Employer Retirement Account Contributions. The Company may, in the
discretion of its Board of Directors, have each Employer make a retirement
account contribution for any Plan Year. The contribution, if any, may be
made in cash, in AFG Common Stock or other AFG securities. The contribution
may only be made on your behalf if you are actively employed by the Employer
on the last day of that Plan Year. If you die, retire or become disabled
during the Plan Year, you are deemed to have been employed on the last day of
the Plan Year. The retirement account contribution is allocated to you in
proportion to your covered compensation (as described below in the Section on
Participant Contributions).
Matching Contributions. The Company may, in the discretion of its
Board of Directors, have each Employer make a matching contribution. The
contribution, if any, may be made in cash or in AFG Common Stock for any
Plan Year. This contribution may be made on your behalf if you made 401(k)
contributions during the Plan Year, and you are actively employed by the
Employer on the last day of that Plan Year. If you die, retire or become
disabled during the Plan Year, you are deemed to have been employed on the
last day of the Plan Year. Matching contributions will be allocated to your
matching account based on the amount of 401(k) contributions made by you and
your covered compensation.
B. Participant Contributions
401(k) Contributions. You may direct the Employer to make
contributions from your covered compensation directly as a 401(k)
contribution on a pre-tax basis. Payment of your 401(k) contribution is
made by payroll deduction with the deducted amounts contributed by the
Employer to the AFG RASP on your behalf. Amounts you defer may receive a
matching contribution (see the Section above on Matching Contributions).
- 13 -
<PAGE>
- Election Procedure. At any time throughout the year
after meeting the eligibility requirements, you may elect to
make pre-tax contributions to your 401(k) savings account.
This election may be changed or stopped at any time. The Plan
Administrator may make rules and procedures regarding this
election and any changes.
- Contribution Limit. You may make 401(k) contributions of any
percent of your covered compensation in whole percentages up
to 13%. Federal law imposes annual limits on the amounts that
may be deferred and these limits may be changed each year as
required by law or as determined by the Company.
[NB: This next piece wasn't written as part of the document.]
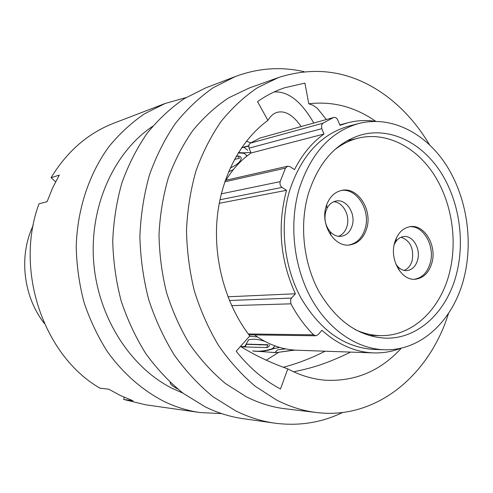 <?xml version="1.0" encoding="UTF-8"?>
<svg xmlns="http://www.w3.org/2000/svg" width="493" height="493" viewBox="0 0 493 493"><rect width="100%" height="100%" fill="white"/><g stroke="black" fill="none" stroke-linecap="round" stroke-linejoin="round"><path stroke-width="0.74" d="M227.926 296.786L295.399 293.773L291.492 298.092L290.531 299.867L290.925 303.824C297.285 315.742 304.84 326.076 313.591 334.821L315.742 335.782L318.139 334.63L321.917 330.267C337.97 344.625 355.188 352.168 373.583 352.902L296.934 350.221C282.088 349.66 267.958 344.552 254.542 334.907M225.997 180.222C232.862 168.871 241.225 159.787 251.091 152.972L324 134.034C311.995 142.606 302.166 154.469 294.512 169.629L290.112 166.702L287.672 166.203L285.453 168.138L280.153 181.744C279.636 184.117 280.277 186.009 282.07 187.408L219.933 199.751M248.823 145.022L250.167 143.204L322.964 123.195L321.547 125.191L321.775 128.673L249.02 148.159L248.823 145.022M33.228 225.098L30.295 232.24C19.227 262.005 24.933 298.776 44.37 323.488M308.371 193.669C318.946 161.242 337.107 141.503 362.854 134.447C391.245 127.613 421.404 142.933 440.039 171.126C458.619 199.455 465.102 238.809 456.857 272.5C447.786 310.621 419.025 338.962 385.914 338.167C359.015 336.836 336.75 321.387 319.131 291.825C303.411 263.151 299.233 224.993 308.371 193.669M464.344 276.474C454.281 319.242 421.823 351.182 384.386 349.753C356.698 348.908 328.122 329.527 310.756 297.661C293.477 265.77 288.997 223.458 299.208 188.807C310.867 153.323 330.723 131.557 358.775 123.496C390.573 115.368 424.405 132.297 445.29 163.621C466.119 195.092 473.446 238.889 464.344 276.474M384.386 349.753L374.107 349.438C344.589 347.596 320.222 330.464 301.007 298.037C283.876 266.577 279.457 224.845 289.613 190.643C301.217 155.622 320.955 134.108 348.828 126.103L358.775 123.496M266.842 344.706L265.85 345.075M278.613 352.378L266.282 360.18M333.755 117.47L260.064 138.022L333.755 117.47C335.474 117.161 336.818 118.018 337.785 120.027L339.967 125.339L347.547 122.843C356.852 120.409 366.225 119.904 375.654 121.34M219.231 203.301L286.519 190.304L282.07 187.408M295.399 293.773C280.092 260.07 277.134 225.578 286.519 190.304M401.32 348.089C392.446 351.595 383.203 353.198 373.583 352.902M246.395 141.226L250.82 142.804M260.064 138.022L250.167 143.204M251.091 152.972L249.02 148.159M333.397 117.593L322.964 123.195M324 134.034L321.775 128.673M285.657 348.902L277.769 349.74M241.145 346.832L266.812 347.59L267.576 344.964L246.864 344.342M230.206 168.014C237.065 164.909 240.738 161.636 241.231 158.191C241.065 156.885 239.962 156.164 237.922 156.022L236.147 156.404M241.595 147.752L243.887 147.271L247.726 150.316M248.632 146.181L244.546 147.062L244.713 147.598M250.857 152.417L243.665 152.836L238.433 152.583M238.211 152.941L243.043 153.2C245.194 153.625 246.346 154.642 246.494 156.25L246.555 156.343M233.331 169.641L228.542 171.835M249.495 336.257L257.42 336.935M275.026 345.926L272.487 348.631C265.591 350.967 258.973 351.725 252.638 350.905M252.712 350.936L253.316 351.041C259.638 351.873 266.263 351.115 273.177 348.767L279.549 347.405M294.968 350.122L292.99 350.431M273.578 352.594L277.504 352.446L293.822 350.042M277.75 349.747L274.811 352.563L253.328 350.991M266.812 347.59C268.796 346.961 269.646 346.055 269.357 344.872M264.975 341.458C258.887 339.227 253.427 338.685 248.589 339.843L244.744 346.542L240.701 346.561M234.458 159.43L239.432 158.284L237.922 156.022M243.665 152.836L244.898 153.841M246.21 155.159L246.531 155.511M273.837 347.867L273.177 348.767M245.415 346.819L246.136 344.379M429.397 144.597C417.861 125.167 403.65 109.058 386.758 96.277C353.315 71.54 317.295 65.273 278.693 77.463L248.99 88.118L228.456 97.947C215.392 106.679 203.486 117.574 192.738 130.633C182.835 144.806 174.688 160.589 168.304 177.979C163.066 196.072 159.966 214.899 159.017 234.458C159.338 254.148 161.852 273.529 166.554 292.602C172.451 311.2 180.216 328.498 189.86 344.502C200.423 359.526 212.267 372.517 225.393 383.486L246.173 396.699C258.973 403.169 272.007 407.2 285.287 408.783L316.623 412.524C376.418 419.931 429.489 375.081 448.507 313.4M278.693 77.463L257.654 87.588C244.263 96.622 232.049 107.936 221.024 121.531C210.862 136.308 202.506 152.787 195.968 170.966C190.6 189.891 187.451 209.593 186.502 230.083C186.878 250.721 189.503 271.033 194.384 291.024C200.497 310.516 208.539 328.646 218.498 345.414C229.405 361.135 241.613 374.729 255.127 386.192L276.499 399.977C289.644 406.725 303.022 410.903 316.623 412.524M304.076 71.688C281.115 66.438 258.221 68.04 235.389 76.507L213.352 87.625C199.363 97.361 186.637 109.397 175.175 123.743C164.637 139.272 156.01 156.503 149.305 175.434C143.839 195.099 140.702 215.521 139.883 236.695C140.45 257.981 143.371 278.902 148.658 299.448C155.227 319.452 163.799 338.038 174.38 355.188C185.941 371.26 198.858 385.138 213.124 396.816L235.666 410.848C248.435 417.164 261.419 421.262 274.626 423.136C298.77 426.285 321.442 422.729 342.647 412.481M235.389 76.507L205.575 87.957L184.148 98.717C170.553 108.096 158.191 119.651 147.062 133.381C136.832 148.239 128.457 164.687 121.937 182.737C116.625 201.471 113.556 220.913 112.731 241.052C113.236 261.296 116.028 281.189 121.093 300.718C127.41 319.741 135.667 337.415 145.873 353.74C157.027 369.041 169.512 382.266 183.322 393.414L205.162 406.824C217.542 412.881 230.157 416.819 243.006 418.643L274.626 423.136M152.682 126.3C114.123 152.066 89.424 206.019 93.658 261.691C97.891 317.35 130.663 368.024 173.08 388.786L182.885 393.087M185.867 97.651L165.18 103.468L144.64 113.723C131.619 122.603 119.787 133.492 109.15 146.39C89.104 173.665 77.179 209.346 76.224 246.913C76.662 265.752 79.268 284.264 84.038 302.431C89.997 320.136 97.811 336.59 107.486 351.792C123.127 373.441 142.514 390.333 163.947 401.394C175.773 407.082 187.845 410.798 200.164 412.549L221.628 413.596M124.039 397.21L123.755 399.472L133.036 400.754L120.754 395.7L108.867 389.236L99.876 388.133C43.624 355.761 14.266 270.158 39.002 203.831L47.106 201.649L52.609 187.962L59.308 175.095L51.062 177.72L55.617 181.794M123.755 399.472L145.601 404.79L200.164 412.549M177.714 389.02C173.271 386.654 170.775 384.645 170.221 383.006L170.177 382.402M375.758 121.34C355.003 106.858 332.676 101.003 308.778 103.783L304.927 83.101L284.578 87.779C275.174 90.971 266.158 95.587 257.549 101.613L267.909 120.409C240.59 140.222 220.938 177.024 217.093 218.886C213.407 260.76 225.967 305.167 249.778 335.936L236.184 351.238C249.242 367.692 264.008 380.276 280.486 388.989L287.789 368.875C270.971 362.934 255.201 355.447 240.467 346.419M267.909 120.409C270.472 116.12 273.523 113.433 277.066 112.361C285.102 110.315 293.125 115.048 301.149 126.547M308.778 103.783L313.043 105.28L317.319 108.281L326.366 119.522M350.541 352.094L346.308 354.202C323.568 364.709 311.508 368.086 293.631 371.79M287.789 368.875C300.2 375.487 312.87 379.277 325.799 380.251C355.441 381.576 380.645 370.847 401.407 348.064M325.097 351.207C311.619 358.103 297.704 363.458 283.346 367.267M274.194 91.957C288.189 91.094 301.383 101.453 313.776 123.034M165.18 103.468L113.729 123.232C87.945 133.252 67.054 151.413 51.062 177.72M338.555 236.326C342.678 234.65 345.501 231.272 347.017 226.195C350.313 215.577 343.042 202.075 333.718 201.736M325.744 211.602C323.932 219.274 325.442 226.01 330.261 231.809C333.521 235.21 337.157 236.72 341.181 236.332C346.579 235.414 350.264 231.809 352.224 225.517C355.971 213.629 346.431 198.821 336.244 200.996C332.27 201.748 329.182 204.213 326.988 208.397L325.744 211.602M348.81 245.039C356.852 243.388 362.324 237.836 365.208 228.376C370.798 210.357 356.741 187.79 341.187 190.489M326.046 206.622C320.204 224.746 334.377 247.431 349.605 244.972C358.041 243.622 363.779 238.02 366.81 228.173C372.535 209.747 357.745 186.792 341.969 190.335C334.291 192.017 328.985 197.446 326.046 206.622M401.086 237.238C410.231 240.615 413.947 248.312 412.234 260.322C410.792 265.45 408.081 268.808 404.094 270.411M394.147 244.713L395.873 241.552C398.005 238.612 400.624 236.948 403.73 236.566C412.826 235.155 420.88 248.799 417.651 259.897C415.741 266.362 412.13 269.936 406.824 270.614C403.693 270.774 400.815 269.597 398.19 267.07L395.916 264.26M409.566 226.743C423.358 225.283 435.109 245.995 430.315 262.751C427.53 272.419 422.205 277.929 414.336 279.278M394.579 242.858C397.463 233.331 402.732 227.92 410.379 226.62C424.442 224.309 436.909 245.44 431.979 262.627C429.039 272.715 423.432 278.262 415.161 279.254C401.561 280.751 389.532 259.799 394.579 242.858M354.732 329.392C363.316 333.416 372.005 335.486 380.806 335.61C412.906 336.281 440.828 308.883 449.684 271.982C457.732 239.333 451.465 201.175 433.415 173.715C415.322 146.378 386.031 131.532 358.448 138.089C349.901 140.172 341.889 144.135 334.427 149.971M229.411 300.502L291.492 298.092M221.283 193.848L280.19 181.627M290.925 303.824L231.636 305.642M248.287 333.971L313.591 334.821M285.453 168.138L224.796 181.8M268.21 344.743L246.29 344.12M347.547 122.843L339.794 124.914M225.276 180.383L287.672 166.203M248.928 334.827L315.742 335.782M241.675 147.635L248.657 145.817M294.567 350.098L277.504 352.446M259.694 345.088L259.608 344.496M170.214 383.006L170.381 382.593M284.584 87.785L283.758 88.062M330.261 231.809L330.963 235.432M395.873 241.552L396.397 237.879M368.813 335.456L380.806 335.61M346.789 140.918L358.448 138.089M398.19 267.07L399.361 270.595M326.988 208.397L326.668 204.718"/></g></svg>

- Covered Compensation. The term "covered
compensation" means the amount paid to you for services
rendered as regular salary and/or hourly wages including
overtime and bonuses, but expense account allowances,
settlement payments, per diem payments, deferred compensation
arrangements and long-term incentive bonus pay are not
included. Any elective deferrals under the AFG RASP or another
plan qualified under Sections 401(k), 125 or 402(h) or other
similar types of plans of the Employer are included as covered
compensation. Covered compensation does not include amounts
paid before you are an eligible participant. The maximum
amount of covered compensation on which contributions may be
based is limited by law and is subject to adjustment by the
Secretary of the Treasury for increases in the cost of living.
- Change in Rate of Contributions. You may change the rate of
your 401(k) savings by calling AFG In-Touch at 1-800-458-2387.
Any such change will be effective as soon as administratively
feasible and will only apply to covered compensation not yet
earned as of the date of the change.
- 14 -
<PAGE>
- Termination of Contributions. You may discontinue making
401(k) contributions to the AFG RASP by calling AFG In-Touch
at 1-800-458-2387. If you stop making 401(k) contributions,
you may begin making contributions again only after calling
AFG In-Touch. If you stop making contributions, your existing
accounts will remain invested as directed by you and will be
held for you under the RASP.
- After-Tax Contributions. After-tax contributions to the RASP
are not permitted. However, if you are a participant from the
Staff RASP or the Group RASP, you may have had amounts
transferred from such plan to your after-tax account in the
AFG RASP.
- Rollover Contributions. If you are a participant, or an
employee who has not yet satisfied the Plan's eligibility
requirements, but will otherwise be covered by the AFG RASP,
you may make a rollover contribution in cash or AFG Common
Stock to the RASP with the consent of the Plan Administrator
and Trustee (which will be granted in a nondiscriminatory
manner).
C. Participant Accounts
You may have the following accounts:
Retirement Account to which retirement account contributions are
allocated. Included in this account are the amounts transferred for
participants from the AFC ESORP, the APU ESORP and the Transport Plan. You
cannot direct the investment of funds in this account.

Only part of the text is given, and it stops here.